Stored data
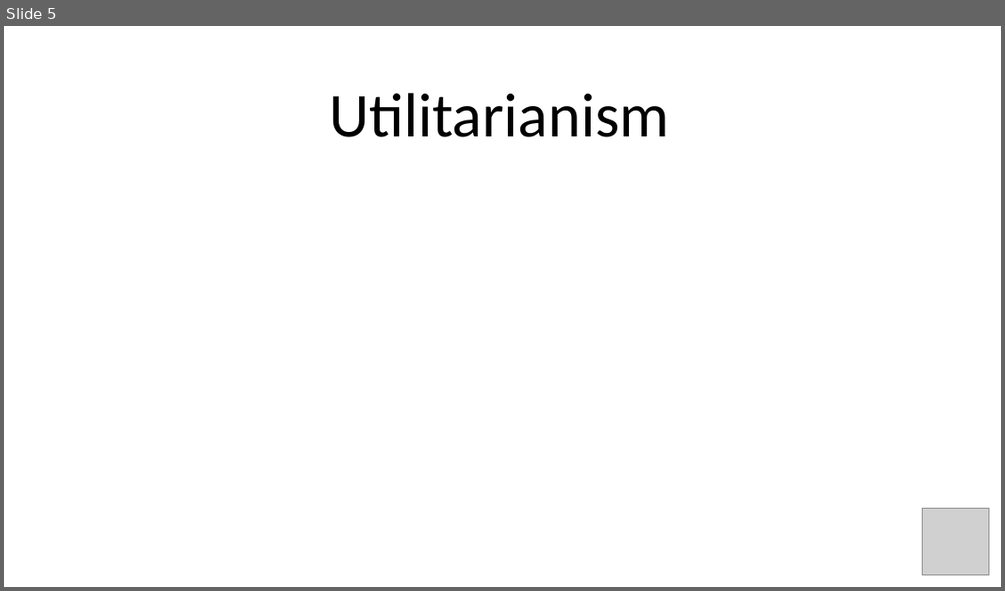
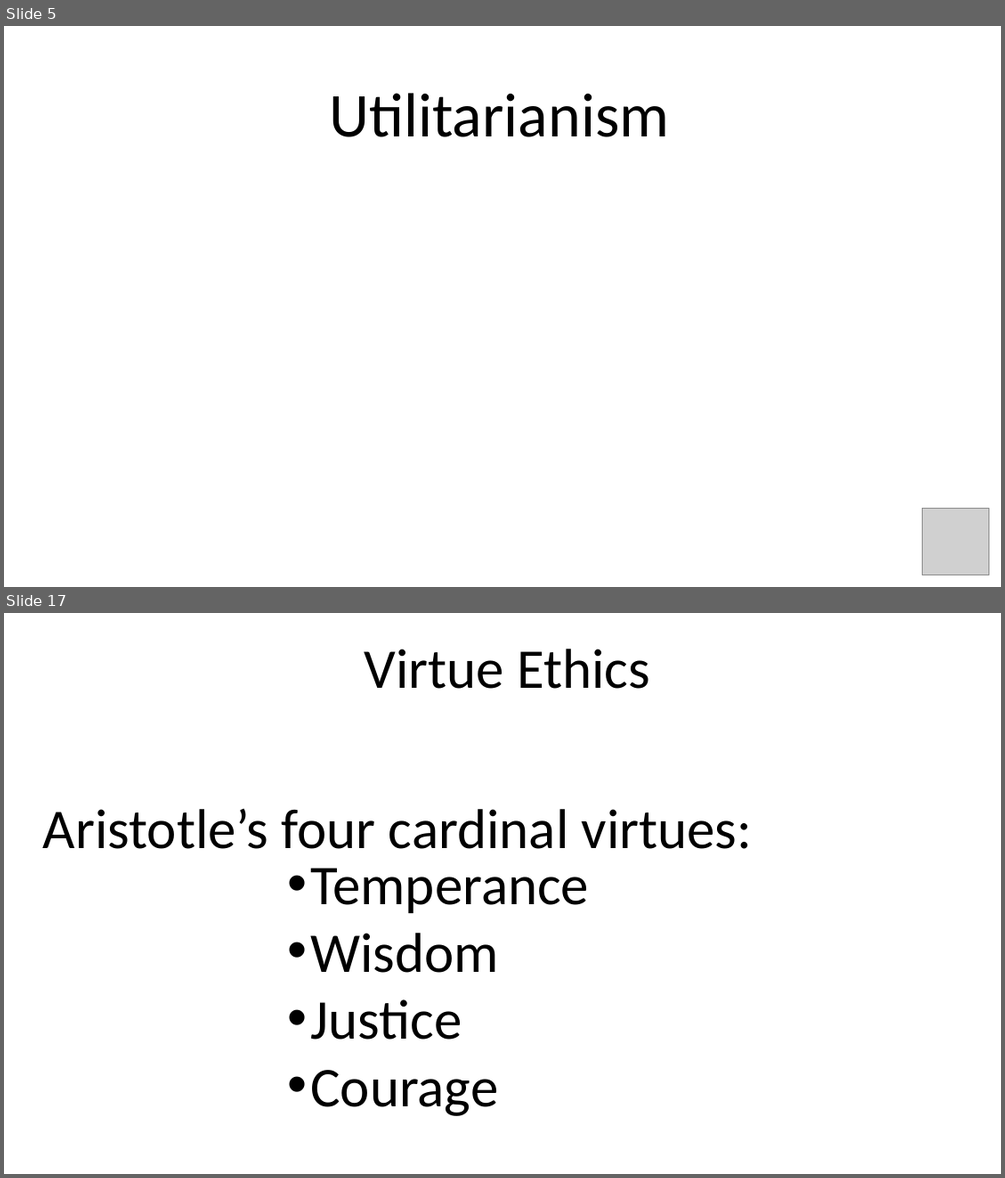
Before and after one commit to winkelmantanner/winkelmantanner.github.io, a slide deck: Presentation1.pptx. Shown one above the other, each under a label of ours: slide 5 before the commit, slides 5 and 17 after it; the slides between them are not shown. The pictures are 1005x591 and 1005x1178 pixels, drawn with LibreOffice and Linux fonts; fonts in the diff are those of the drawing; grey boxes stand for pictures. Boxes give left, top, right and bottom in pixels: in the first picture for what was removed or moved away, otherwise in the second. Text is boxed around its words. In the diff, an @@ line names an element or a change of style, - is before the commit and + after.

```diff
--- a/Presentation1.pptx
+++ b/Presentation1.pptx
@@ slide 17 added at <box>4,613,1001,1174</box>, background #FFFFFF @@
@@ text added at <box>364,649,650,689</box>, 54 pt, text #000000 @@
+Virtue Ethics
@@ text added at <box>43,808,752,849</box>, 54 pt, text #000000 @@
+Aristotle’s four cardinal virtues:
@@ text added at <box>310,868,589,1116</box>, 54 pt, text #000000 @@
+• Temperance
+• Wisdom
+• Justice
+• Courage
```
Also in this commit, not shown: 1 slide changed, 11 other slides added, 2 other files.
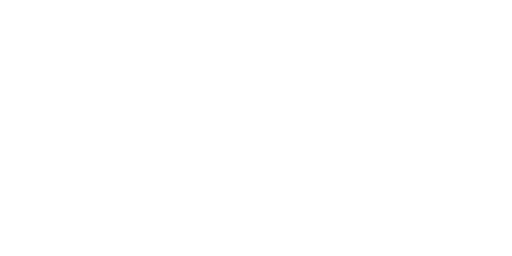
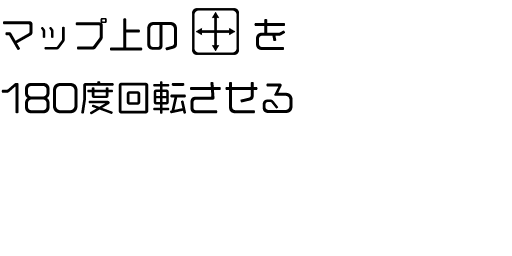
Layered file, before and after one edit (512x256). Changes by layer:
showed group "反転" (2 layers) over [1, 8, 293, 115]

### [What is needed]
Set each line of the records down exactly, leaving every picture out.

### [Written reply]
Before and after one commit to winkelmantanner/winkelmantanner.github.io, a slide deck: Presentation1.pptx. Shown one above the other, each under a label of ours: slide 5 before the commit, slides 5 and 17 after it; the slides between them are not shown. The pictures are 1005x591 and 1005x1178 pixels, drawn with LibreOffice and Linux fonts; fonts in the diff are those of the drawing; grey boxes stand for pictures. Boxes give left, top, right and bottom in pixels: in the first picture for what was removed or moved away, otherwise in the second. Text is boxed around its words. In the diff, an @@ line names an element or a change of style, - is before the commit and + after.

```diff
--- a/Presentation1.pptx
+++ b/Presentation1.pptx
@@ slide 17 added at <box>4,613,1001,1174</box>, background #FFFFFF @@
@@ text added at <box>364,649,650,689</box>, 54 pt, text #000000 @@
+Virtue Ethics
@@ text added at <box>43,808,752,849</box>, 54 pt, text #000000 @@
+Aristotle’s four cardinal virtues:
@@ text added at <box>310,868,589,1116</box>, 54 pt, text #000000 @@
+• Temperance
+• Wisdom
+• Justice
+• Courage
```
Also in this commit, not shown: 1 slide changed, 11 other slides added, 2 other files.
Layered file, before and after one edit (512x256). Changes by layer:
showed group "反転" (2 layers) over [1, 8, 293, 115]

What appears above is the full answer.